Das «histórias» de hoje, a dos
Actos é portanto a mais antiga, mas ela própria é uma reelaboração
da primeira referência que faz S. Lucas à «ascensão», no seu
evangelho (Lucas 24, 50-51).
«Ascensão» é uma poderosa
imagem, conhecida já nas religiões e culturas da antiguidade: refere
o tema do herói ocultado pela nuvem que nos separa do divino. O
verbo grego utilizado por S. Lucas («epairo») significa «levantar,
erguer». Aplicado na voz passiva («foi levantado»), sugere
claramente uma intervenção sobrenatural sobre Jesus.
Para este evangelista, a imagem
reforça a ressurreição: reafirma que Jesus morreu de facto; e, com a
mesma força, reafirma que não só não deixou de existir como ainda
tornou a sua acção no mundo mais eficaz, sem medo de entregar o
projecto de um «reino de justiça» nas mãos dos «Homens de boa
vontade».
Mas Jesus Cristo não veio ao
mundo para «subir ao céu», como quem estivesse farto desta vida (e
razões não lhe faltavam…). Veio sim para marcar presença na terra.
Durante a sua vida, chamou a atenção, de muitas maneiras, para a
hipocrisia daqueles que só se preocupam por «olhar para o céu»
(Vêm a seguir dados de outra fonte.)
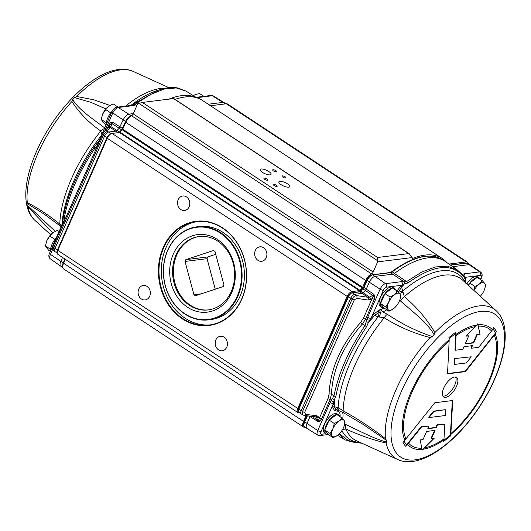 <?xml version="1.0" encoding="UTF-8"?>
<svg xmlns="http://www.w3.org/2000/svg" width="531" height="531" viewBox="0 0 531 531"><rect width="100%" height="100%" fill="white"/><g stroke="black" fill="none" stroke-linecap="round" stroke-linejoin="round"><path stroke-width="0.8" d="M220.272 233.076A46.456 38.902 82.9 0 1 223.697 313.35A46.456 38.902 82.9 0 1 163.521 273.691A46.456 38.902 82.9 0 1 220.272 233.076M220.657 232.684A46.874 39.248 -97.1 0 0 196.915 226.83A46.874 39.248 -97.1 0 0 163.78 278.211A46.874 39.248 -97.1 0 0 208.537 319.854A46.874 39.248 -97.1 0 0 241.578 282.917A46.874 39.248 -97.1 0 0 220.657 232.684M217.438 239.488A39.062 32.71 -97.1 0 0 169.728 273.638A39.062 32.71 -97.1 0 0 220.325 306.984A39.062 32.71 -97.1 0 0 217.438 239.488M208.537 319.854L210.853 319.562A46.874 39.248 -97.1 0 0 243.902 282.631A46.874 39.248 -97.1 0 0 222.974 232.392A46.874 39.248 -97.1 0 0 199.231 226.545L196.915 226.83M182.797 318.52A52.078 43.608 82.9 0 1 159.546 262.699A52.078 43.608 82.9 0 1 196.264 221.666A52.078 43.608 82.9 0 1 222.648 228.164A52.078 43.608 82.9 0 1 245.899 283.985A52.078 43.608 82.9 0 1 209.181 325.025A52.078 43.608 82.9 0 1 182.797 318.52M222.582 227.832A52.496 43.96 -97.1 0 0 158.45 273.73A52.496 43.96 -97.1 0 0 226.458 318.547A52.496 43.96 -97.1 0 0 222.582 227.832M210.336 324.859A52.078 43.608 82.9 0 1 185.113 318.228A52.078 43.608 82.9 0 1 161.776 263.097A52.078 43.608 82.9 0 1 197.426 221.54M377.614 257.489L142.348 102.437L137.688 103.744L133.215 113.886A2.084 0.929 -56.6 0 1 131.555 115.758A7.295 3.239 123.4 0 0 125.761 122.309L122.734 129.166A1.042 0.465 -56.6 0 1 122.289 129.823L119.966 132.179A1.042 0.465 -56.6 0 1 119.448 132.491L112.054 133.414A5.21 2.316 123.4 0 0 107.235 138.286L57.819 250.327A5.21 2.316 123.4 0 0 57.779 254.322L297.718 412.454A5.21 2.316 -56.6 0 1 297.758 408.458L347.174 296.417A5.21 2.316 -56.6 0 1 351.993 291.546L359.387 290.623A1.042 0.465 123.4 0 0 359.905 290.311L362.228 287.955A1.042 0.465 123.4 0 0 362.673 287.298L365.7 280.441A7.295 3.239 -56.6 0 1 371.494 273.89A2.084 0.929 123.4 0 0 373.154 272.018L377.627 261.876L412.089 257.575L408.79 253.592L377.614 257.489L377.242 260.462L377.627 261.876M263.568 247.738A7.295 6.106 82.9 0 1 266.827 255.55A7.295 6.106 82.9 0 1 261.683 261.298A7.295 6.106 82.9 0 1 257.993 260.382A7.295 6.106 82.9 0 1 254.734 252.57A7.295 6.106 82.9 0 1 259.878 246.829A7.295 6.106 82.9 0 1 263.568 247.738M226.783 347.101A7.295 6.106 82.9 0 1 222.237 350.745A7.295 6.106 82.9 0 1 216.356 347.486A7.295 6.106 82.9 0 1 215.878 339.913A7.295 6.106 82.9 0 1 220.425 336.269A7.295 6.106 82.9 0 1 226.306 339.528A7.295 6.106 82.9 0 1 226.783 347.101M141.425 299.006A7.295 6.106 82.9 0 1 138.166 291.194A7.295 6.106 82.9 0 1 143.31 285.446A7.295 6.106 82.9 0 1 147.001 286.355A7.295 6.106 82.9 0 1 150.26 294.174A7.295 6.106 82.9 0 1 145.116 299.915A7.295 6.106 82.9 0 1 141.425 299.006M178.21 199.643A7.295 6.106 82.9 0 1 182.757 195.999A7.295 6.106 82.9 0 1 188.638 199.251A7.295 6.106 82.9 0 1 189.116 206.831A7.295 6.106 82.9 0 1 184.569 210.468A7.295 6.106 82.9 0 1 178.688 207.216A7.295 6.106 82.9 0 1 178.21 199.643M189.481 305.305A36.978 30.964 82.9 0 1 172.973 265.673A36.978 30.964 82.9 0 1 199.045 236.541A36.978 30.964 82.9 0 1 217.776 241.154A36.978 30.964 82.9 0 1 234.284 280.786A36.978 30.964 82.9 0 1 208.212 309.925A36.978 30.964 82.9 0 1 189.481 305.305M208.637 309.865A36.978 30.964 82.9 0 1 190.33 305.199A36.978 30.964 82.9 0 1 173.783 265.819A36.978 30.964 82.9 0 1 199.47 236.487M185.79 259.672L213.469 250.506A25.521 21.366 82.9 0 1 214.989 251.508L223.936 284.808A25.521 21.366 82.9 0 1 223.159 286.574L195.481 295.747A25.521 21.366 82.9 0 1 193.961 294.745L185.014 261.438A25.521 21.366 82.9 0 1 185.79 259.672L207.827 256.924L215.739 254.303M185.014 261.438L207.05 258.683A25.521 21.366 82.9 0 1 207.827 256.924M193.961 294.745L201.249 293.829M215.247 289.196L207.05 258.683M288.758 187.191A5.96 1.898 -156.2 0 1 282.24 185.352A5.96 1.898 -156.2 0 1 278.848 181.848A5.96 1.898 -156.2 0 1 285.067 182.518A5.96 1.898 -156.2 0 1 289.753 186.653A5.96 1.898 -156.2 0 1 288.758 187.191M270.067 174.865A5.96 1.898 -156.2 0 1 263.549 173.033A5.96 1.898 -156.2 0 1 260.15 169.522A5.96 1.898 -156.2 0 1 266.37 170.192A5.96 1.898 -156.2 0 1 271.062 174.334A5.96 1.898 -156.2 0 1 270.067 174.865M276.87 186.441A2.151 0.684 -156.2 0 1 274.52 185.777A2.151 0.684 -156.2 0 1 273.292 184.509A2.151 0.684 -156.2 0 1 275.536 184.755A2.151 0.684 -156.2 0 1 277.228 186.248A2.151 0.684 -156.2 0 1 276.87 186.441M267.524 180.281A2.151 0.684 -156.2 0 1 265.168 179.617A2.151 0.684 -156.2 0 1 263.947 178.35A2.151 0.684 -156.2 0 1 266.19 178.595A2.151 0.684 -156.2 0 1 267.883 180.089A2.151 0.684 -156.2 0 1 267.524 180.281M285.605 178.024A2.151 0.684 -156.2 0 1 283.249 177.361A2.151 0.684 -156.2 0 1 282.027 176.093A2.151 0.684 -156.2 0 1 284.271 176.332A2.151 0.684 -156.2 0 1 285.963 177.832A2.151 0.684 -156.2 0 1 285.605 178.024M276.259 171.858A2.151 0.684 -156.2 0 1 273.903 171.194A2.151 0.684 -156.2 0 1 272.675 169.933A2.151 0.684 -156.2 0 1 274.925 170.172A2.151 0.684 -156.2 0 1 276.618 171.666A2.151 0.684 -156.2 0 1 276.259 171.858M445.642 397.341A11.715 5.21 -56.6 0 1 443.677 396.962A11.715 5.21 -56.6 0 1 445.774 384.311A11.715 5.21 -56.6 0 1 456.574 377.395A11.715 5.21 -56.6 0 1 455.571 388.234A11.715 5.21 -56.6 0 1 445.642 397.341M442.92 396.166A11.715 5.21 123.4 0 0 443.856 396.166A11.715 5.21 123.4 0 0 453.175 388.095A11.715 5.21 123.4 0 0 455.545 377.017M397.679 291.413L399.929 293.988A9.897 4.401 123.4 0 0 394.56 294.659L397.679 291.413L392.495 287.994L385.041 293.55A11.357 5.051 -56.6 0 1 392.402 288.067M394.321 308.08L393.371 308.856A9.897 4.401 123.4 0 0 394.347 308.06A9.897 4.401 123.4 0 0 399.339 301.09A9.897 4.401 123.4 0 0 399.909 299.623A9.897 4.401 123.4 0 0 399.929 293.988L400.859 295.694L399.916 299.584M393.371 308.856L388.938 311.232L388.002 309.527A9.897 4.401 123.4 0 0 393.371 308.856M388.002 309.527L385.752 306.951L388.599 302.431A9.897 4.401 123.4 0 0 388.002 309.527M388.599 302.431L390.126 297.035L394.56 294.659A9.897 4.401 123.4 0 0 388.599 302.431M383.714 307.761A11.357 5.051 -56.6 0 1 381.875 307.389A11.357 5.051 -56.6 0 1 380.614 303.586L383.754 307.821L388.938 311.232M380.614 303.586L385.752 306.951M380.574 303.533L384.942 293.623L390.126 297.035M380.627 303.407A11.357 5.051 -56.6 0 1 384.889 293.749M392.575 288.048A11.357 5.051 -56.6 0 1 394.374 288.426A11.357 5.051 -56.6 0 1 395.429 289.933M381.875 307.389L380.322 306.36A11.357 5.051 -56.6 0 1 381.291 295.86A11.357 5.051 -56.6 0 1 390.909 287.032A11.357 5.051 -56.6 0 1 392.814 287.404L394.374 288.426M341.884 417.904L344.141 420.486A9.897 4.401 123.4 0 0 338.771 421.156L341.884 417.904L336.707 414.492L329.247 420.048A11.357 5.051 -56.6 0 1 336.608 414.565M338.532 434.577L337.583 435.354A9.897 4.401 123.4 0 0 338.552 434.557A9.897 4.401 123.4 0 0 343.544 427.581A9.897 4.401 123.4 0 0 344.115 426.114A9.897 4.401 123.4 0 0 344.141 420.486L345.07 422.191L344.128 426.081M337.583 435.354L333.143 437.73L332.214 436.024A9.897 4.401 123.4 0 0 337.583 435.354M332.214 436.024L329.963 433.442L332.811 428.922A9.897 4.401 123.4 0 0 332.214 436.024M332.811 428.922L334.331 423.532L338.771 421.156A9.897 4.401 123.4 0 0 332.811 428.922M327.919 434.258A11.357 5.051 -56.6 0 1 326.087 433.88A11.357 5.051 -56.6 0 1 324.819 430.083L327.959 434.318L333.143 437.73M324.819 430.083L329.963 433.442M324.78 430.03L329.154 420.121L334.331 423.532M324.833 429.904A11.357 5.051 -56.6 0 1 329.094 420.247M336.78 414.545A11.357 5.051 -56.6 0 1 338.579 414.923A11.357 5.051 -56.6 0 1 339.641 416.423M326.087 433.88L324.527 432.858A11.357 5.051 -56.6 0 1 325.503 422.357A11.357 5.051 -56.6 0 1 335.121 413.53A11.357 5.051 -56.6 0 1 337.026 413.895L338.579 414.923M482.433 280.819L484.69 283.401A9.897 4.401 123.4 0 0 479.32 284.072L482.433 280.819L477.256 277.408L469.796 282.963A11.357 5.051 -56.6 0 1 477.157 277.481M480.323 296.265A9.897 4.401 123.4 0 0 484.093 290.497A9.897 4.401 123.4 0 0 484.664 289.03A9.897 4.401 123.4 0 0 484.69 283.401L485.619 285.107L484.677 288.997M473.911 290.424L474.88 286.448L479.32 284.072A9.897 4.401 123.4 0 0 474.004 290.51M468.581 285.572L469.703 283.036L474.88 286.448M468.223 285.24A11.357 5.051 -56.6 0 1 469.643 283.162M477.329 277.461A11.357 5.051 -56.6 0 1 479.128 277.839A11.357 5.051 -56.6 0 1 480.19 279.339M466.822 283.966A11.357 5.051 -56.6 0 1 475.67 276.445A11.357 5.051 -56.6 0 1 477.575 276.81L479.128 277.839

(acabando muitas vezes por cair nos buracos deste mundo…).
A qualidade da vida que anima a
espécie humana só é garantida se houver quem a viva a sério. Muitos
seres humanos talvez não passem de «bebés» ou pequeninos «rebentos»,
pela idade ou pelas mais variadas deficiências: precisam de ir ao
colo da comunidade inteira.
Ligar-se à vida é ligar-se a
Deus. E ligar-se a Deus é que é o verdadeiro «subir ao céu».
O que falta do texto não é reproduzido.